Segundo o texto assinado pelo presidente Luiz Inácio Lula da Silva, nos processos seletivos do Prouni os candidatos que têm perfil para políticas afirmativas serão, em primeiro lugar, avaliados para as bolsas destinadas à ampla concorrência. Caso não obtenham nota suficiente para ingressar por essa via, passarão a concorrer às vagas reservadas às ações afirmativas.

O Ministério da Educação (MEC) informou que a medida visa reparar uma alteração introduzida em 2022, que restringiu a participação dos cotistas a apenas uma das modalidades. Em comunicado, a pasta afirmou que a nova regra corrige uma distorção que impedia candidatos cotistas com desempenho igual ou superior ao de concorrentes da ampla concorrência de disputar as vagas gerais.

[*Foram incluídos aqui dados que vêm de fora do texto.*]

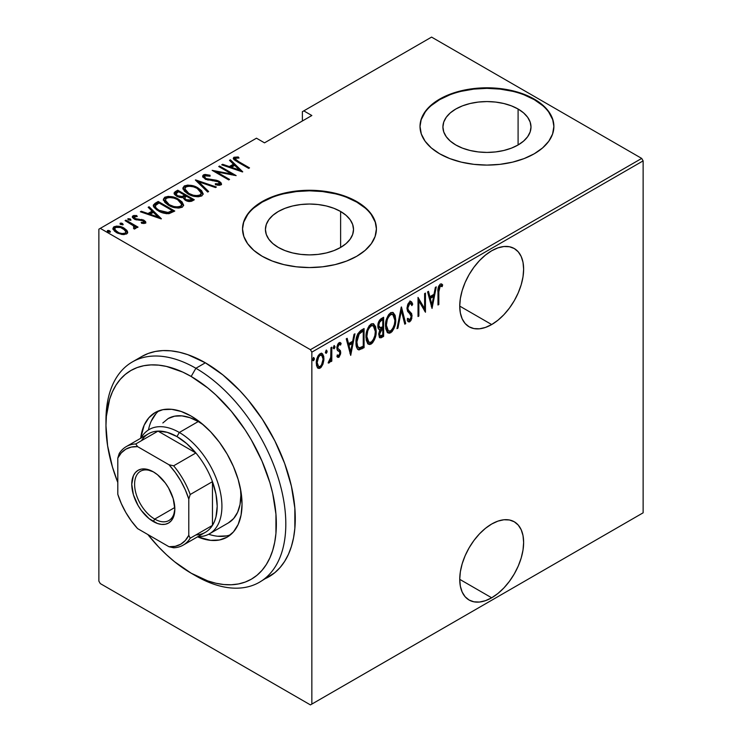 <?xml version="1.0" encoding="UTF-8"?>
<svg xmlns="http://www.w3.org/2000/svg" width="742" height="742" viewBox="0 0 742 742"><rect width="100%" height="100%" fill="white"/><g stroke="black" fill="none" stroke-linecap="round" stroke-linejoin="round"><path stroke-width="1.11" d="M491.686 597.792A45.179 26.081 -60 0 1 469.092 600.028A45.179 26.081 -60 0 1 462.173 563.827A45.179 26.081 -60 0 1 491.686 524.019L485.453 528.323L479.462 533.878L473.934 540.482L469.092 547.865L465.123 555.749L462.173 563.827L460.355 571.794L459.734 579.344L491.686 597.792L497.919 593.479L503.911 587.924L509.429 581.329L514.271 573.946L518.241 566.063L521.199 557.984L523.017 550.008L523.629 542.458L523.017 535.613L521.199 529.751L518.241 525.076L514.271 521.774L509.429 519.984L503.911 519.762L497.919 521.125L491.686 524.019A45.179 26.081 -60 0 1 514.271 521.774A45.179 26.081 -60 0 1 521.199 557.975A45.179 26.081 -60 0 1 491.686 597.792L459.734 579.344L460.355 586.189L462.173 592.06L465.123 596.735L469.092 600.028L473.934 601.818L479.462 602.04L485.453 600.677L491.686 597.792M491.686 324.551A45.179 26.081 -60 0 1 469.092 326.786A45.179 26.081 -60 0 1 462.173 290.586A45.179 26.081 -60 0 1 491.686 250.768L485.453 255.081L479.462 260.637L473.934 267.241L469.092 274.614L465.123 282.498L462.173 290.586L460.355 298.553L459.734 306.103L491.686 324.551L497.919 320.238L503.911 314.682L509.429 308.088L514.271 300.705L518.241 292.821L521.199 284.733L523.017 276.766L523.629 269.216L523.017 262.371L521.199 256.5L518.241 251.835L514.271 248.533L509.429 246.743L503.911 246.52L497.919 247.884L491.686 250.768A45.179 26.081 -60 0 1 514.271 248.533A45.179 26.081 -60 0 1 521.199 284.733A45.179 26.081 -60 0 1 491.686 324.551L459.734 306.103L460.355 312.948L462.173 318.819L465.123 323.493L469.092 326.786L473.934 328.576L479.462 328.799L485.453 327.435L491.686 324.551M340.615 211.479A44.038 25.423 180 0 1 353.517 229.464A44.038 25.423 180 0 1 326.332 252.948A44.038 25.423 180 0 1 278.333 247.438L272.861 243.589L268.79 239.193L266.285 234.416L265.432 229.464L266.285 224.501L268.79 219.734L272.861 215.338L278.333 211.479L285.011 208.316L292.626 205.97L300.881 204.523L309.479 204.031L318.068 204.523L326.332 205.97L333.946 208.316L340.615 211.479L346.097 215.338L350.159 219.734L352.673 224.501L353.517 229.464L352.673 234.416L350.159 239.193L346.097 243.589L340.615 247.438L340.615 211.479L340.615 247.438L333.946 250.601L326.332 252.948L318.068 254.395L309.479 254.886L300.881 254.395L292.626 252.948L285.011 250.601L278.333 247.438A44.038 25.423 180 0 1 265.432 229.464A44.038 25.423 180 0 1 292.626 205.97A44.038 25.423 180 0 1 340.615 211.479M518.092 109.018A44.038 25.423 180 0 1 530.994 126.993A44.038 25.423 180 0 1 503.799 150.487A44.038 25.423 180 0 1 455.811 144.978L450.329 141.119L446.267 136.723L443.753 131.955L442.909 126.993L443.753 122.031L446.267 117.264L450.329 112.867L455.811 109.018L462.479 105.856L470.094 103.509L478.358 102.062L486.947 101.571L495.545 102.062L503.799 103.509L511.414 105.856L518.092 109.018L523.564 112.867L527.636 117.264L530.14 122.031L530.994 126.993L530.14 131.955L527.636 136.723L523.564 141.119L518.092 144.978L518.092 109.018L518.092 144.978L511.414 148.14L503.799 150.487L495.545 151.934L486.947 152.425L478.358 151.934L470.094 150.487L462.479 148.14L455.811 144.978A44.038 25.423 180 0 1 442.909 126.993A44.038 25.423 180 0 1 470.094 103.509A44.038 25.423 180 0 1 518.092 109.018M553.875 126.724A66.928 38.64 0 0 0 534.277 99.669L534.277 99.122A66.928 38.64 180 0 1 553.884 126.446A66.928 38.64 180 0 1 512.564 162.146A66.928 38.64 180 0 1 439.626 153.77L449.763 158.575L461.338 162.146L473.897 164.344L486.947 165.095L500.006 164.344L512.564 162.146L524.14 158.575L534.277 153.77L542.597 147.918L548.783 141.24L552.595 133.987L553.884 126.446L552.595 118.915L548.783 111.662L542.597 104.984L534.277 99.122L524.14 94.317L512.564 90.747L500.006 88.548L486.947 87.806L473.897 88.548L461.338 90.747L449.763 94.317L439.626 99.122L431.297 104.984L425.12 111.662L421.308 118.915L420.018 126.446L421.308 133.987L425.12 141.24L431.297 147.918L439.626 153.77A66.928 38.64 180 0 1 420.018 126.446A66.928 38.64 180 0 1 461.338 90.747A66.928 38.64 180 0 1 534.277 99.122L534.277 99.669A66.928 38.64 0 0 0 461.552 91.247A66.928 38.64 0 0 0 420.018 126.724M376.407 229.185A66.928 38.64 0 0 0 356.8 202.139L356.8 201.592A66.928 38.64 180 0 1 376.407 228.916A66.928 38.64 180 0 1 335.087 264.616A66.928 38.64 180 0 1 262.149 256.24L272.295 261.045L283.861 264.616L296.42 266.814L309.479 267.556L322.529 266.814L335.087 264.616L346.662 261.045L356.8 256.24L365.129 250.379L371.306 243.701L375.118 236.448L376.407 228.916L375.118 221.376L371.306 214.123L365.129 207.445L356.8 201.592L346.662 196.788L335.087 193.217L322.529 191.019L309.479 190.267L296.42 191.019L283.861 193.217L272.295 196.788L262.149 201.592L253.829 207.445L247.642 214.123L243.83 221.376L242.541 228.916L243.83 236.448L247.642 243.701L253.829 250.379L262.149 256.24A66.928 38.64 180 0 1 242.541 228.916A66.928 38.64 180 0 1 283.861 193.217A66.928 38.64 180 0 1 356.8 201.592L356.8 202.139A66.928 38.64 0 0 0 284.084 193.708A66.928 38.64 0 0 0 242.551 229.185M98.871 229.185L98.871 581.125L98.871 229.185L256.472 138.197L264.514 142.844L311.844 115.52L303.793 110.873L431.575 37.1L641.709 158.417L310.425 349.686L100.291 228.369L310.425 349.686L311.844 352.144L643.128 160.875L643.128 512.815L311.844 704.084L311.844 352.144L311.844 704.084L310.425 704.9L641.709 513.631L310.425 704.9L100.291 583.583L310.425 704.9L643.128 512.815L641.709 513.631L643.128 512.815L643.128 160.875L311.844 352.144L310.425 349.686L641.709 158.417L643.128 160.875L641.709 158.417L431.575 37.1L303.793 110.873L311.844 115.52L264.514 142.844L256.472 138.197L98.871 229.185M322.937 364.201L323.892 359.981L323.753 356.466L322.622 353.915L321.11 353.313L319.134 354.453L317.409 357.319L316.342 361.892L316.528 365.509L317.548 367.772L319.236 368.477L321.008 367.457L322.937 364.201L322.149 363.756L322.937 364.201L323.948 358.664L322.111 353.507L320.117 353.674C317.4 356.373 316.12 359.508 316.305 363.079L317.316 367.466L318.151 368.292L320.117 368.143L322.937 364.201M329.179 361.196L328.196 363.005L329.031 362.996L328.307 362.578L329.031 362.996L330.951 359.582L330.357 359.239L330.951 359.582L330.951 361.642L331.804 361.15L330.951 360.668L331.804 361.15L331.804 347.173L330.951 347.664L330.7 357.774L328.196 363.005L329.726 362.356L330.951 359.582L330.951 361.642L331.804 361.15L331.804 347.173L330.951 347.664L330.774 357.264L328.409 362.217M339.957 342.516L341.144 343.425L340.476 342.693L339.048 342.748L336.905 348.026L337.248 349.992L339.623 352.014L339.873 353.146L338.853 355.613L337.499 354.926L336.905 356.466L337.74 357.338L338.992 357.236L340.643 353.804L340.392 350.623L338.111 348.796L337.749 347.46L338.751 344.696L339.567 344.316L340.559 345.058L341.144 343.425L339.734 342.516L338.5 343.184L337.36 345.234L336.979 349.083L337.499 350.4L339.53 351.866L339.855 353.452L339.113 355.409L338.398 355.706L337.499 354.926L336.905 356.466L338.825 357.347L337.276 356.948M361.029 330.301L357.746 333.881L356.123 340.142L356.587 347.2L357.458 349.009L358.98 349.927L364.081 347.664L364.081 328.539L361.029 330.301C357.282 333.65 355.613 337.721 356.012 342.526C355.77 346.319 356.763 348.796 358.98 349.927L364.081 347.664L364.081 328.539L361.029 330.301M383.623 317.261L379.524 320.164L377.882 325.998L378.29 328.53L379.83 329.763L378.745 333.919L379.357 337.341L381.045 337.814L383.623 336.386L383.623 317.261L380.989 318.782C378.782 320.785 377.752 323.187 377.882 325.998C377.789 328.131 378.429 329.383 379.83 329.763L378.735 334.466L379.848 337.833L383.623 336.386L383.623 317.261M401.459 306.965L396.998 328.66L397.925 328.131L401.357 310.712L404.78 324.171L405.707 323.633L401.246 307.086L396.998 328.66L397.925 328.131L401.357 310.712L404.78 324.171L405.707 323.633L401.459 306.965M424.61 293.6L424.61 308.644L418.024 297.403L418.024 316.528L418.868 316.036L418.868 300.955L425.454 312.234L425.454 293.109L424.61 293.6L424.61 308.644L418.024 297.403L418.024 316.528L418.868 316.036L418.868 300.955L425.454 312.234L425.454 293.109L424.61 293.6M438.837 291.782L439.44 286.996L440.562 285.939L442.139 286.662L442.659 284.891L441.685 284.01L440.284 284.056L438.42 286.922L437.984 304.999L438.837 304.508L438.837 291.782L437.993 291.3L438.837 291.782L440.219 286.06L442.139 286.662L442.659 284.891L441.731 284.038L440.284 284.056C438.253 286.57 437.483 289.241 437.984 292.088L437.984 304.999L438.837 304.508L438.837 291.782M432.039 308.431L436.287 286.857L435.359 287.386L433.996 294.305L429.868 296.689L428.505 291.346L427.577 291.884L432.039 308.431L436.287 286.857L435.359 287.386L433.996 294.305L429.868 296.689L428.505 291.346L427.577 291.884L432.039 308.431M410.716 301.438L412.71 304.155L411.207 301.595L409.398 301.929L407.599 304.869L406.978 308.459L407.627 311.408L410.864 314.868L411.161 317.39L409.834 319.783L408.879 319.756L407.989 318.392L407.191 320.034L408.1 321.564L409.482 321.926L410.864 320.627L411.819 318.262L411.662 313.662L408.545 310.277L407.85 308.468L408.258 305.667L409.278 304.007L410.576 303.58L411.884 305.602L412.71 304.155L411.736 302.077L410.372 301.447L406.978 308.459L411.226 316.556L409.834 319.783L407.358 318.448M395.727 319.756L395.143 315.387L393.093 312.493L390.96 312.558L388.669 314.571L386.591 318.902L385.59 324.106L385.775 328.78L387.287 332.36L389.337 333.269L392.026 331.674L394.03 328.363L395.477 323.067L395.727 319.756L394.846 319.245L395.727 319.756L393.195 312.549L390.607 312.734C386.944 316.546 385.246 320.878 385.534 325.729L388.038 332.991L390.691 332.796C394.336 328.947 396.015 324.597 395.727 319.756M376.185 331.034L375.61 326.666L373.551 323.772L371.417 323.837L369.126 325.849L367.058 330.181L366.047 335.384L366.233 340.059L367.744 343.639L369.794 344.557L372.493 342.952L374.487 339.65L375.944 334.354L376.185 331.034L375.313 330.524L376.185 331.034L373.662 323.837L371.074 324.013C367.401 327.825 365.713 332.156 365.992 337.007L368.496 344.269L371.158 344.075C374.793 340.226 376.472 335.876 376.185 331.034M350.706 355.39L354.954 333.817L354.027 334.345L352.663 341.264L348.527 343.648L347.173 338.306L346.245 338.844L350.706 355.39L354.954 333.817L354.027 334.345L352.663 341.264L348.527 343.648L347.173 338.306L346.245 338.844L350.706 355.39M334.002 345.679L334.985 346.69L334.141 345.587L333.288 347.664L334.141 348.768L333.381 348.332L334.141 348.768L334.985 346.69L334.252 345.531L333.334 348.156L334.03 348.823L334.809 347.785L334.985 346.69L334.039 346.143L333.195 348.221M326.146 350.215L327.129 351.226L326.285 350.122L325.432 352.2L326.285 353.303L325.515 352.867L326.285 353.303L327.129 351.226L326.397 350.066L325.478 352.691L326.174 353.359L326.944 352.32L327.129 351.226L326.183 350.678L325.339 352.756M313.402 357.579L314.385 358.581L313.541 357.477L312.688 359.564L313.541 360.668L312.781 360.222L313.541 360.668L314.385 358.581L313.653 357.431L312.734 360.046L313.319 360.742L314.209 359.685L314.385 358.581L313.439 358.034L312.595 360.12M302.374 111.69L302.374 120.983L302.374 111.69L303.793 110.873L302.374 111.69M112.988 228.963L114.036 227.84L114.036 226.746L112.895 228.388L116.448 232.543L121.762 234.444L126.567 233.98L127.68 232.339L126.826 230.345L124.09 228.128L120.028 226.505L116.577 226.087L113.582 227.061L112.96 228.861L114.639 231.281L117.616 233.155L122.384 234.537L126.78 233.841L127.652 232.663L127.374 231.198L127.596 232.858M125.936 220.124L125.083 220.615L133.755 226.022L134.478 227.265L133.421 228.054L134.228 229.074L135.953 228.313L135.406 226.57L137.187 227.599L138.04 227.108L125.936 220.124L125.936 221.097L125.936 220.124L125.083 220.615L133.133 225.457L134.144 227.887L133.421 228.054L134.228 229.074L136.009 227.961L135.406 226.57L137.187 227.599L138.04 227.108L125.936 220.124M145.274 223.175L145.59 221.617L143.503 219.984L136.5 219.075L134.534 218.139L134.209 216.877L137.242 216.534L136.704 215.551L133.792 215.505L132.391 216.414L133.291 218.371L135.35 219.576L143.206 220.773L144.022 222.127L141.184 222.35L141.62 223.296L144.44 223.435L145.84 222.331L143.994 220.253L135.1 218.547L134.478 216.655L137.242 216.534L136.704 215.551L132.966 215.811L132.326 216.775L134.311 219.075L143.206 220.773L143.809 222.303L141.184 222.35L141.62 223.296L145.274 223.175M155.161 203.243L153.325 205.117L153.928 207.241L156.924 210.005L161.793 212.518L168.694 213.696L174.778 211.043L158.213 201.481L155.161 203.243L155.161 204.338L158.213 202.575L158.213 201.481L155.161 203.243L153.279 205.506L158.213 210.802C161.153 212.778 164.77 213.724 169.074 213.65L174.778 211.043L158.213 201.481L158.213 202.575L158.964 203.011L158.213 202.575L155.161 204.338L155.161 203.243M177.746 190.202L174.129 192.837L174.769 194.692L176.717 196.231L179.527 197.381L182.894 197.548L184.869 199.941L188.746 201.472L191.39 201.332L194.311 199.765L177.746 190.202L177.746 191.297L178.497 191.733L177.746 191.297L177.746 190.202L175.121 191.724L174.082 193.17L176.717 196.231L182.894 197.548L185.324 200.219C187.568 201.676 189.943 201.88 192.456 200.841L194.311 199.765L177.746 190.202M195.591 179.907L207.695 192.048L208.623 191.51L198.67 181.809L215.477 187.55L216.395 187.021L195.378 180.028L207.695 192.048L208.623 191.51L198.67 181.809L215.477 187.55L216.395 187.021L195.591 179.907M218.732 166.542L231.764 174.064L212.156 170.345L228.712 179.907L229.566 179.416L216.506 171.875L236.151 175.613L219.586 166.05L218.732 166.542L231.764 174.064L212.156 170.345L228.712 179.907L229.566 179.416L216.506 171.875L236.151 175.613L219.586 166.05L218.732 166.542M238.507 161.524L235.279 158.955L236.03 158.111L239.026 158.009L238.275 156.979L233.786 157.378L233.322 158.547L234.259 159.827L248.681 168.378L249.525 167.887L238.507 161.524L238.507 162.507L238.507 161.524C236.29 160.652 235.325 159.567 235.622 158.269L239.026 158.009L238.275 156.979L233.99 157.248L233.285 158.241L237.496 161.923L248.681 168.378L249.525 167.887L238.507 161.524M242.736 171.81L230.419 159.799L229.491 160.337L233.442 164.186L229.306 166.57L222.637 164.288L221.71 164.826L242.523 171.94L230.419 159.799L229.491 160.337L233.442 164.186L229.306 166.57L222.637 164.288L221.71 164.826L242.736 171.81M203.466 174.871L202.668 175.928L202.983 177.088L205.951 179.462L216.534 181.141L219.178 182.319L219.419 183.784L215.282 183.738L215.505 184.786L219.604 185.296L221.339 184.517L220.903 182.569L217.907 180.686L208.548 179.434L205.775 178.423L204.671 177.292L204.931 176.002L206.332 175.585L210.051 176.216L210.042 175.251L205.024 174.435L203.466 174.871L203.466 175.965L206.777 175.585L203.466 175.965L203.466 174.871L202.668 176.058L205.163 179.063L218.547 181.883L219.252 183.895L215.282 183.738L215.505 184.786L220.847 184.934L221.533 183.877L219.326 181.354L216.265 180.213L206.044 178.581L204.542 176.8L205.144 175.863L210.051 176.216L210.042 175.251L203.466 174.871M198.068 187.958L193.412 185.936L187.828 185.092L184.313 185.927L182.894 187.967L184.424 191.195L187.949 193.885L192.632 195.934L198.272 196.788L201.805 195.934L203.169 193.875L201.592 190.648L198.068 187.958L198.068 188.969L198.068 187.958C194.005 185.296 189.423 184.619 184.313 185.927L182.894 188.023L187.949 193.885C192.039 196.593 196.667 197.27 201.805 195.934L203.169 193.801L198.068 187.958M178.525 199.236L173.878 197.224L168.286 196.37L164.78 197.205L163.361 199.246L164.891 202.473L168.415 205.163L173.099 207.213L178.739 208.075L182.272 207.213L183.636 205.154L182.05 201.926L178.525 199.236L178.525 200.247L178.525 199.236C174.463 196.574 169.881 195.897 164.78 197.205L163.361 199.301L168.415 205.163C172.506 207.871 177.125 208.548 182.272 207.213L183.636 205.08L178.525 199.236M161.394 218.769L149.077 206.758L148.159 207.287L152.101 211.145L147.964 213.529L141.295 211.247L140.377 211.785L161.181 218.899L149.077 206.758L148.159 207.287L152.101 211.145L147.964 213.529L141.295 211.247L140.377 211.785L161.394 218.769M128.06 218.649L128.589 219.938L130.815 220.244L130.286 218.955L127.958 218.723L128.82 220.059L130.991 220.096L130.286 218.955L130.666 220.309L130.286 218.955L127.81 219.02M120.195 224.279L122.43 224.585L122.43 223.49L120.195 223.184L120.195 224.065L120.195 223.184L120.733 224.474L122.959 224.78L122.43 223.49L121.382 223.101L120.195 223.184L120.056 223.871L122.699 224.882L123.2 224.455L122.43 223.49L122.81 224.845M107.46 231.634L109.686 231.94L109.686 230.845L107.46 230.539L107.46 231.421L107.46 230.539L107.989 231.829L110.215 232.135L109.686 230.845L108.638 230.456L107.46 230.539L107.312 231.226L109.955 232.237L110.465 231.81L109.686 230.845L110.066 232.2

As políticas afirmativas abrangem pessoas com deficiência e candidatos que se autodeclaram indígenas, pardos ou pretos. No momento da inscrição no processo seletivo do Prouni, o estudante deverá declarar se possui o perfil para concorrer nas ações afirmativas e se deseja também concorrer nessa modalidade.

O decreto foi assinado por Lula em 31 de março, durante evento em São Paulo que marcou os 21 anos do Prouni, os 14 anos da aplicação da Lei de Cotas Raciais na rede federal de ensino e os dez anos da formatura da primeira turma de cotistas.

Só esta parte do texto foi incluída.